Member of the Legislative Assembly of the Province of Canada for Beauharnois
- In office 1841–1842
- Preceded by: New position
- Succeeded by: Edward Gibbon Wakefield

Alderman, Montreal municipal council
- In office 1840–1841

Personal details
- Born: February 23, 1809 Bermuda
- Died: December 16, 1891 (aged 82) Quebec City, Quebec
- Party: Unionist; Government supporter
- Spouse: Caroline Birch Dumford
- Children: 10 daughters and 4 sons
- Parent: John Dunscomb (father);
- Occupation: Merchant

= John William Dunscomb =

Politician in Canada East, Province of Canada

John William Dunscomb (February 23, 1809 - December 16, 1891) (Note: There is some uncertainty about the dates of his birth and death. The biography given by the National Assembly of Quebec states he was born before 1821, and died around 1875. The published family history gives precise dates of February 23, 1809 and December 16, 1891. Those dates are used here.) was a merchant and political figure in Canada East, Province of Canada (now Quebec). He represented Beauharnois in the Legislative Assembly of the Province of Canada from 1841 to 1842 as a Government supporter and supporter of the union of the two Canadas.
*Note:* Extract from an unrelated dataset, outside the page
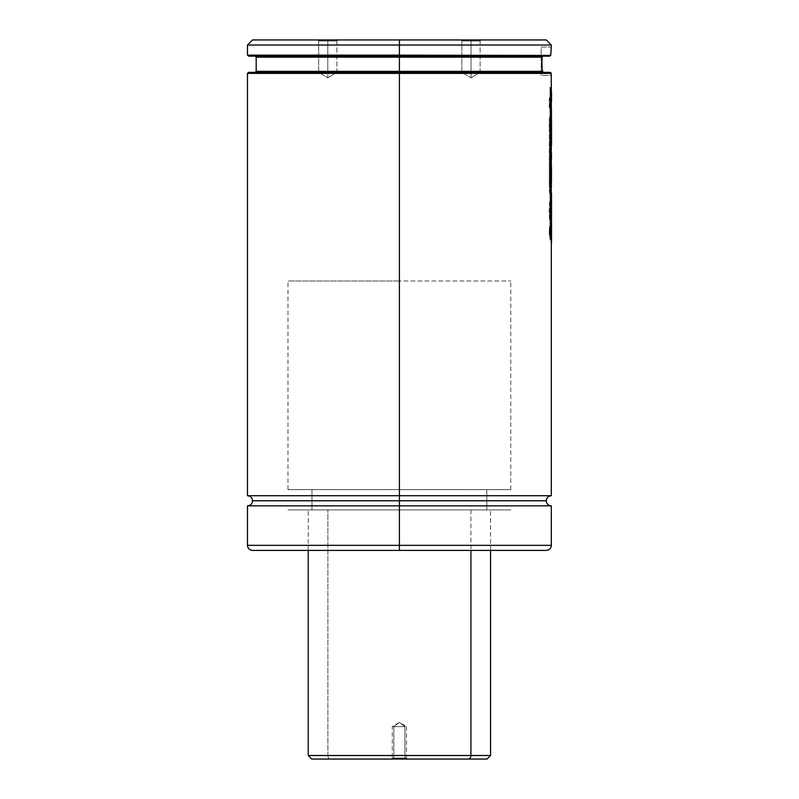 <?xml version="1.0" encoding="UTF-8"?>
<svg xmlns="http://www.w3.org/2000/svg" width="799" height="799" viewBox="0 0 799 799"><rect width="100%" height="100%" fill="white"/><g stroke="black" fill="none" stroke-linecap="round" stroke-linejoin="round"><path stroke-width="0.6" stroke-dasharray="4 3" d="M551.32 495.72L399.4 495.72L551.32 495.72L399.4 495.72L399.4 500.783L546.256 500.783L252.544 500.783L399.4 500.783L399.4 495.72L247.48 495.72L399.4 495.72L399.4 73.368L551.15 73.368L551.32 75.396L541.193 75.396L541.193 47.041L551.32 47.041L550.471 55.84L543.01 56.16L542.052 56.779L542.171 69.903L542.95 72.28M471.02 41.009L461.902 41.009L471.02 41.009L471.02 72.359L461.902 72.359L471.02 72.359L471.02 41.009L461.902 41.009L471.02 41.009L461.902 41.009L471.02 41.009L471.02 39.95L460.833 39.95L471.02 39.95L471.02 72.359C459.255 72.359 459.255 72.359 471.02 72.359C459.255 72.359 459.255 72.359 471.02 72.359L461.902 72.359L471.02 72.359L471.02 41.009L461.902 41.009L471.02 41.009L471.02 72.359C459.255 72.359 459.255 72.359 471.02 72.359C459.255 72.359 459.255 72.359 471.02 72.359L471.02 77.833L471.02 72.359C482.776 72.359 482.776 72.359 471.02 72.359C482.776 72.359 482.776 72.359 471.02 72.359L471.02 41.009L480.129 41.009L471.02 41.009L471.02 39.95L460.833 39.95L546.256 39.95L399.4 39.95L481.198 39.95L460.833 39.95L481.198 39.95L471.02 39.95L471.02 41.009L480.129 41.009L471.02 41.009L471.02 72.359L480.129 72.359L471.02 72.359L471.02 77.833L471.02 72.359C482.776 72.359 482.776 72.359 471.02 72.359C482.776 72.359 482.776 72.359 471.02 72.359L471.02 41.009L480.129 41.009L471.02 41.009L471.02 39.95L481.198 39.95L471.02 39.95L471.02 41.009L480.129 41.009L471.02 41.009M327.78 41.009L318.671 41.009L327.78 41.009L327.78 72.359L318.671 72.359L327.78 72.359L327.78 41.009L318.671 41.009L327.78 41.009L318.671 41.009L327.78 41.009L327.78 39.95L317.603 39.95L327.78 39.95L327.78 72.359C316.024 72.359 316.024 72.359 327.78 72.359C316.024 72.359 316.024 72.359 327.78 72.359L318.671 72.359L327.78 72.359L327.78 41.009L318.671 41.009L327.78 41.009L327.78 72.359C316.024 72.359 316.024 72.359 327.78 72.359C316.024 72.359 316.024 72.359 327.78 72.359L327.78 77.833L327.78 72.359C339.545 72.359 339.545 72.359 327.78 72.359C339.545 72.359 339.545 72.359 327.78 72.359L327.78 41.009L336.898 41.009L327.78 41.009L327.78 39.95L317.603 39.95L399.4 39.95L399.4 45.014L551.32 45.014L399.4 45.014L399.4 39.95L252.544 39.95L337.957 39.95L317.603 39.95L337.957 39.95L327.78 39.95L327.78 41.009L336.898 41.009L327.78 41.009L327.78 72.359L336.898 72.359L327.78 72.359L327.78 77.833L327.78 72.359C339.545 72.359 339.545 72.359 327.78 72.359C339.545 72.359 339.545 72.359 327.78 72.359L327.78 41.009L336.898 41.009L327.78 41.009L327.78 39.95L337.957 39.95L327.78 39.95L327.78 41.009L336.898 41.009L327.78 41.009M551.22 74.247L551.15 73.368L551.22 74.247L551.15 73.368L399.4 73.368L399.4 72.359L550.052 72.359L551.08 73.069L551.32 75.396L541.193 75.396L541.193 47.041L541.193 75.126L541.193 47.041L551.32 47.041L550.471 55.84M542.002 66.437L542.171 69.903M541.912 62.352L541.952 64.759M551.32 545.347L399.4 545.347L399.4 550.411L399.4 509.902L287.99 509.902L399.4 509.902L399.4 280.998L399.4 550.411L308.244 550.411L399.4 550.411L399.4 509.902L308.244 509.902L399.4 509.902L399.4 550.411L546.256 550.411L399.4 550.411L399.4 545.347L551.32 545.347L399.4 545.347L399.4 505.847L551.32 505.847M399.4 280.998L287.99 280.998L399.4 280.998L399.4 509.902L490.556 509.902L287.99 509.902L510.811 509.902L308.244 509.902L490.556 509.902L399.4 509.902L399.4 280.998L510.811 280.998L399.4 280.998M247.48 505.847L399.4 505.847L247.48 505.847L399.4 505.847L399.4 500.783L252.544 500.783L399.4 500.783L399.4 505.847L551.32 505.847L399.4 505.847L399.4 545.347L247.48 545.347M249.218 72.359L399.4 72.359L385.258 72.359L399.4 72.359L399.4 71.351L399.4 72.359L543.36 72.359L248.489 72.359L550.052 72.359L551.08 73.069M550.052 72.359L399.4 72.359L550.331 72.399M399.4 72.359L399.4 73.368L247.48 73.368L399.4 73.368L399.4 495.72L247.48 495.72M542.351 71.69L256.189 71.351L399.4 71.351L399.4 57.168L541.962 57.168L541.912 60.954M256.189 57.168L399.4 57.168L399.4 71.351L256.189 71.351M541.962 57.168L256.189 57.168L399.4 57.168L399.4 56.16L255.171 56.16L543.01 56.16L399.4 56.16L399.4 55.141L550.781 55.141L399.4 55.141L399.4 56.16L249.218 56.16M549.722 56.16L255.171 56.16L549.722 56.16M399.4 55.141L247.48 55.141L399.4 55.141L399.4 45.014L247.48 45.014L399.4 45.014L399.4 55.141L247.48 55.141M551.32 47.041L551.21 48.29M543.11 72.329L542.441 71.85M542.271 71.351L399.4 71.351M385.258 72.359L255.171 72.359L385.258 72.359M247.48 73.368L399.4 73.368M399.4 500.783L546.256 500.783L399.4 500.783M546.256 550.411L252.544 550.411M399.4 545.347L247.48 545.347L399.4 545.347M399.4 550.411L490.556 550.411L399.4 550.411M399.4 509.902L510.811 509.902L399.4 509.902M550.95 51.825L551.04 50.417M542.052 56.789L542.611 56.24M327.78 72.359L336.898 72.359L327.78 72.359M327.78 39.95L337.957 39.95L327.78 39.95M471.02 72.359L480.129 72.359L471.02 72.359M471.02 39.95L481.198 39.95L471.02 39.95M551.32 104.609L551.01 90.996L549.273 98.896L549.273 107.515L550.701 110.132L549.273 119.45L549.273 128.329L551.01 120.479L551.32 104.609M551.52 113.768L551.42 115.056M551.5 122.736L549.273 128.329L549.273 119.45L551.11 110.132L549.273 107.515L549.273 98.896L551.41 94.112M551.52 122.447L549.672 128.329L549.672 119.45L551.11 110.132L549.672 107.515L549.672 98.896L551.52 92.554M551.11 92.974L551.11 122.447L549.273 128.329L549.273 119.45L550.701 110.132L549.273 107.515L549.273 98.896L551.12 92.554L551.11 101.123M551.12 113.768L551.11 122.447M550.97 184.609L550.711 178.257L550.181 179.665L551.12 178.257L550.97 184.609C550.801 186.007 550.671 185.797 550.601 183.99L550.581 179.665L550.201 183.99C550.271 185.797 550.391 186.007 550.571 184.609L550.97 184.609C550.801 186.007 550.671 185.797 550.601 183.99L551.12 178.257L550.601 183.99M550.201 183.99C550.271 185.797 550.391 186.007 550.571 184.609L550.711 178.257L550.571 184.609M551.41 187.585L550.611 194.457C549.942 194.107 549.632 191.021 549.682 185.188L549.283 185.188C549.233 191.021 549.542 194.107 550.201 194.457L550.98 187.246L551.01 193.807L551.06 178.347L551.01 165.173L550.211 171.136L551.01 157.673L551.01 149.063L550.211 155.086L550.211 136.479L550.93 135.59L550.93 147.555L551.52 132.334L551.52 145.178L551.52 132.334L550.98 133.743L551.39 145.178L551.52 132.334L550.98 133.743L551.32 145.618L550.531 147.555L550.93 135.59L550.211 136.479L550.211 155.086L551.41 152.2M551.52 190.532L550.98 187.246L551.16 192.429L550.611 194.457L549.862 191.73L549.672 129.738L549.283 185.188L549.672 129.738L551.41 125.004M551.41 121.887L549.273 129.738L551.26 125.833L551.52 123.445M551.41 143.321L551.24 121.887M550.611 194.457L549.452 191.73L549.283 185.188L549.273 129.738L550.861 125.833L551.01 121.887L551.24 143.321M551.11 145.178L551.11 123.865M551.52 150.572L550.611 155.086L550.93 135.59L550.93 147.555L551.39 145.618L550.531 147.555L550.211 136.479L550.211 155.086L551.24 149.063M551.41 149.063L551.24 157.673M551.41 157.673L551.12 150.572M551.32 161.348L550.211 163.705L550.211 171.136L551.41 168.269M551.43 160.689L550.611 163.705L550.611 171.136L551.52 166.661M551.12 159.181L550.211 163.705L550.211 171.136L551.12 166.661L551.12 190.532L550.98 187.246L550.201 194.457M551.12 180.574L551.12 190.532M551.12 175.321L551.12 166.661M550.431 87.81L551.24 89.668L550.022 87.81L550.022 238.392L550.022 87.81M550.431 238.392L550.831 240.289L550.022 238.392M551.24 240.289L550.831 89.668L551.24 240.289M551.41 219.985L549.263 227.905L551.41 223.101M551.41 241.388L551.24 219.985M551.11 243.226L551.11 230.452L549.263 236.524L549.263 227.905L551.12 221.543L551.52 243.226L551.52 230.452L549.263 236.524L551.52 230.452L551.01 233.498L549.263 236.524L549.263 227.905L549.662 236.524L549.662 227.905L551.52 221.543M551.11 221.972L551.01 241.388M551.29 213.473C550.95 215.64 550.701 214.781 550.521 210.886L550.881 214.462L551.29 213.473L551.46 201.648L550.121 210.886C550.301 214.781 550.551 215.64 550.881 213.473L551.52 205.403M550.891 202.247L550.121 210.886L550.471 214.462L550.881 213.473M550.751 222.881L551.48 220.574L551.15 222.881C550.291 224.739 549.762 221.033 549.582 211.775C549.792 203.336 550.281 197.563 551.07 194.467L550.671 194.467C549.882 197.563 549.392 203.326 549.183 211.775L549.183 211.775C549.362 221.033 549.882 224.739 550.751 222.881L550.99 201.887C551.25 193.298 551.14 190.831 550.671 194.467L551.47 192.929L550.671 194.467L551.15 222.881L550.092 222.971L549.183 211.775L550.671 194.467M551.15 222.881L550.491 222.971L550.092 221.473L549.582 211.775L550.102 201.068L551.49 192.968M551.12 193.478L551.12 218.576M404.963 726.641L393.837 726.641L399.4 722.376L404.963 726.641L399.4 722.376L393.837 726.641L404.963 726.641L404.963 757.991L392.309 757.991L393.837 757.991L392.998 759.05L391.25 759.05L405.792 759.05L404.963 757.991L404.963 726.641L392.309 726.641L393.837 726.641L393.837 757.991L392.309 757.991L406.491 757.991L393.837 757.991L393.837 726.641L392.309 726.641L392.309 757.991L391.25 759.05L407.53 759.05L391.27 759.05M468.134 759.05L330.666 759.05A3.546 2.777 90 0 1 327.88 755.504L470.921 755.504M470.921 509.902L470.921 550.411L470.921 509.902L308.264 509.902L490.556 509.902L308.244 509.902L470.921 509.902M490.556 755.504L327.88 755.504L327.88 509.902L327.88 755.504L308.244 755.504L327.88 755.504A3.546 2.777 -90 0 0 330.666 759.05L312.389 759.05M486.811 489.637L486.811 509.902L510.811 509.902L311.99 509.902L311.99 489.637L510.811 489.637L287.99 489.637L311.99 489.637L311.99 509.902L287.99 509.902L486.811 509.902L486.811 489.637M311.99 509.902L510.791 509.902L311.99 509.902M486.731 759.05L311.81 759.05M393.837 726.641L406.491 726.641L399.4 722.376L392.309 726.641M404.963 757.991L405.792 759.05L407.55 759.05L392.998 759.05L393.837 757.991L404.963 757.991M461.902 41.009L460.833 39.95L461.902 41.009L461.902 72.359L471.02 77.833L461.902 72.359L461.902 41.009M318.671 41.009L317.603 39.95L318.671 41.009L318.671 72.359L327.78 77.833L318.671 72.359L318.671 41.009M287.99 489.637L287.99 280.998M308.244 550.411L308.244 509.902L308.244 550.411M551.32 90.996L551.32 99.196M551.32 111.96L551.32 120.479M551.32 121.887L551.32 143.321M551.32 149.063L551.32 157.673M551.32 165.173L551.32 173.753M551.32 183.55L551.32 193.807M551.32 219.985L551.32 241.388M490.556 550.411L490.556 509.902L490.556 550.411M510.811 489.637L510.811 280.998M336.898 72.359L327.78 77.833L336.898 72.359L336.898 41.009L337.957 39.95L336.898 41.009L336.898 72.359M480.129 72.359L471.02 77.833L480.129 72.359L480.129 41.009L481.198 39.95L480.129 41.009L480.129 72.359M406.491 726.641L406.491 757.991L407.55 759.05"/><path stroke-width="1.2" d="M550.052 72.359L399.4 72.359L399.4 71.351L256.189 71.351L399.4 71.351L399.4 72.359L248.489 72.359L399.4 72.359L399.4 73.368L247.48 73.368L399.4 73.368L399.4 72.359L550.901 72.769L551.15 73.368L399.4 73.368L399.4 495.72L551.32 495.72L247.48 495.72L399.4 495.72L399.4 500.783L546.256 500.783L399.4 500.783L399.4 495.72L551.32 495.72C548.244 496.019 546.556 497.707 546.256 500.783C546.556 503.859 548.244 505.547 551.32 505.847L399.4 505.847L399.4 545.347L551.32 545.347L399.4 545.347L399.4 550.411L546.256 550.411L252.544 550.411L399.4 550.411L399.4 545.347L551.32 545.347C551.02 548.424 549.332 550.111 546.256 550.411L252.544 550.411C249.468 550.111 247.78 548.424 247.48 545.347L399.4 545.347L399.4 505.847L247.48 505.847L551.32 505.847L399.4 505.847L399.4 500.783L252.544 500.783L399.4 500.783L399.4 505.847L247.48 505.847L247.48 545.347M551.32 90.996L551.22 74.247M542.171 69.883L543.11 72.329L542.351 71.69M542.861 56.17L541.962 57.168L256.189 57.168L399.4 57.168L399.4 71.351L399.4 57.168L256.189 57.168L256.189 71.351L542.271 71.351L542.002 66.437M542.082 68.354L541.912 62.352M551.04 50.417L551.32 45.014L546.256 39.95L399.4 39.95L399.4 45.014L551.32 45.014L399.4 45.014L399.4 55.141L247.48 55.141L399.4 55.141L399.4 56.16L248.489 56.16L399.4 56.16L399.4 55.141L550.691 55.511L551.21 48.29M550.801 54.552L550.781 55.101M399.4 500.783L546.256 500.783L399.4 500.783M247.48 505.847C250.546 505.547 252.234 503.859 252.544 500.783C252.234 497.707 250.546 496.019 247.48 495.72L399.4 495.72L399.4 73.368L551.15 73.368L551.31 75.266M546.256 39.95L252.544 39.95L399.4 39.95L399.4 45.014L247.48 45.014L399.4 45.014L399.4 55.141L247.48 55.141L249.218 56.16L248.489 56.16M249.218 56.16L542.611 56.24M550.691 55.511L399.4 55.141M399.4 56.16L549.722 56.16M541.952 64.779L542.012 56.879M542.181 56.569L542.721 56.2M541.912 60.964L541.962 57.168L399.4 57.168M399.4 71.351L542.271 71.351L542.171 69.913M399.4 72.359L249.218 72.359M399.4 73.368L247.48 73.368L248.489 72.359M399.4 545.347L247.48 545.347L399.4 545.347M550.781 55.141L550.95 51.825M551.29 103.051L551.48 112.529L551.29 103.051M551.33 115.575L551.24 120.479M551.24 111.96L551.42 120.479M551.41 94.112L551.24 99.196M551.24 90.996L551.41 99.196M551.52 92.974L551.41 90.996M551.42 111.96L551.52 122.447M551.52 92.554L551.52 101.123M551.41 125.004L551.24 143.321M551.24 121.887L551.41 143.321M551.39 145.178L551.32 146.027L551.39 145.178M551.41 152.2L551.52 159.181M551.41 168.269L551.39 187.246M551.24 165.173L551.52 180.574M551.52 175.321L551.41 165.173M551.52 123.445L551.52 145.178M551.52 123.865L551.41 121.887M550.022 87.81L551.24 89.668L550.431 87.81L550.431 238.392L551.24 240.289L551.24 89.668L551.24 240.289L550.022 238.392M550.431 87.81L550.431 238.392M551.41 223.101L551.52 243.226L551.01 241.388M551.24 219.985L551.41 241.388M551.52 221.543L551.52 243.226M551.52 221.972L551.41 219.985M551.3 202.247L551.52 205.403M551.07 194.467C551.55 190.831 551.66 193.298 551.39 201.887L551.48 220.584L550.99 201.887M551.4 193.018L551.39 201.887M551.52 193.478L551.52 218.576M330.666 759.05L487.01 759.05L490.556 755.504L470.921 755.504A3.546 2.777 90 0 1 468.134 759.05A3.546 2.777 -90 0 0 470.921 755.504L490.556 755.504L490.556 550.411M470.921 550.411L470.921 755.504L470.921 550.411M308.244 550.411L308.244 755.504L470.921 755.504L327.88 755.504M312.389 759.05L486.731 759.05M551.32 505.847L551.32 545.347M551.32 99.196L551.32 111.96M551.32 120.479L551.32 121.887M551.32 143.321L551.32 149.063M551.32 157.673L551.32 165.173M551.32 173.753L551.32 183.55M551.32 193.807L551.32 219.985M551.32 241.388L551.32 495.72M256.189 71.351L255.171 72.359M256.189 57.168L255.171 56.16M247.48 55.141L247.48 45.014L252.544 39.95M247.48 73.368L247.48 495.72M308.244 755.504L311.79 759.05"/></g></svg>

Dunscomb was born in 1809 in Bermuda, the son of John Dunscomb, but his business was based in Montreal, Lower Canada.

==Career==
Dunscomb served on the municipal council for Montreal from 1840 to 1841, when he resigned from the council.

Following the rebellion in Lower Canada, and the similar rebellion in 1837 in Upper Canada (now Ontario), the British government decided to merge the two provinces into a single province, as recommended by Lord Durham in the Durham Report. The Union Act, 1840, passed by the British Parliament, abolished the two provinces and their separate parliaments, and created the Province of Canada, with a single parliament for the entire province, composed of an elected Legislative Assembly and an appointed Legislative Council. The Governor General retained a strong position in the government.

Dunscomb stood for election in first general election in 1841, for the riding of Beauharnois, and was elected to the Legislative Assembly of the new Parliament. He was a Government supporter, who favoured the union of Lower Canada and Upper Canada into a single province. He generally supported the British Governor-General, Lord Sydenham.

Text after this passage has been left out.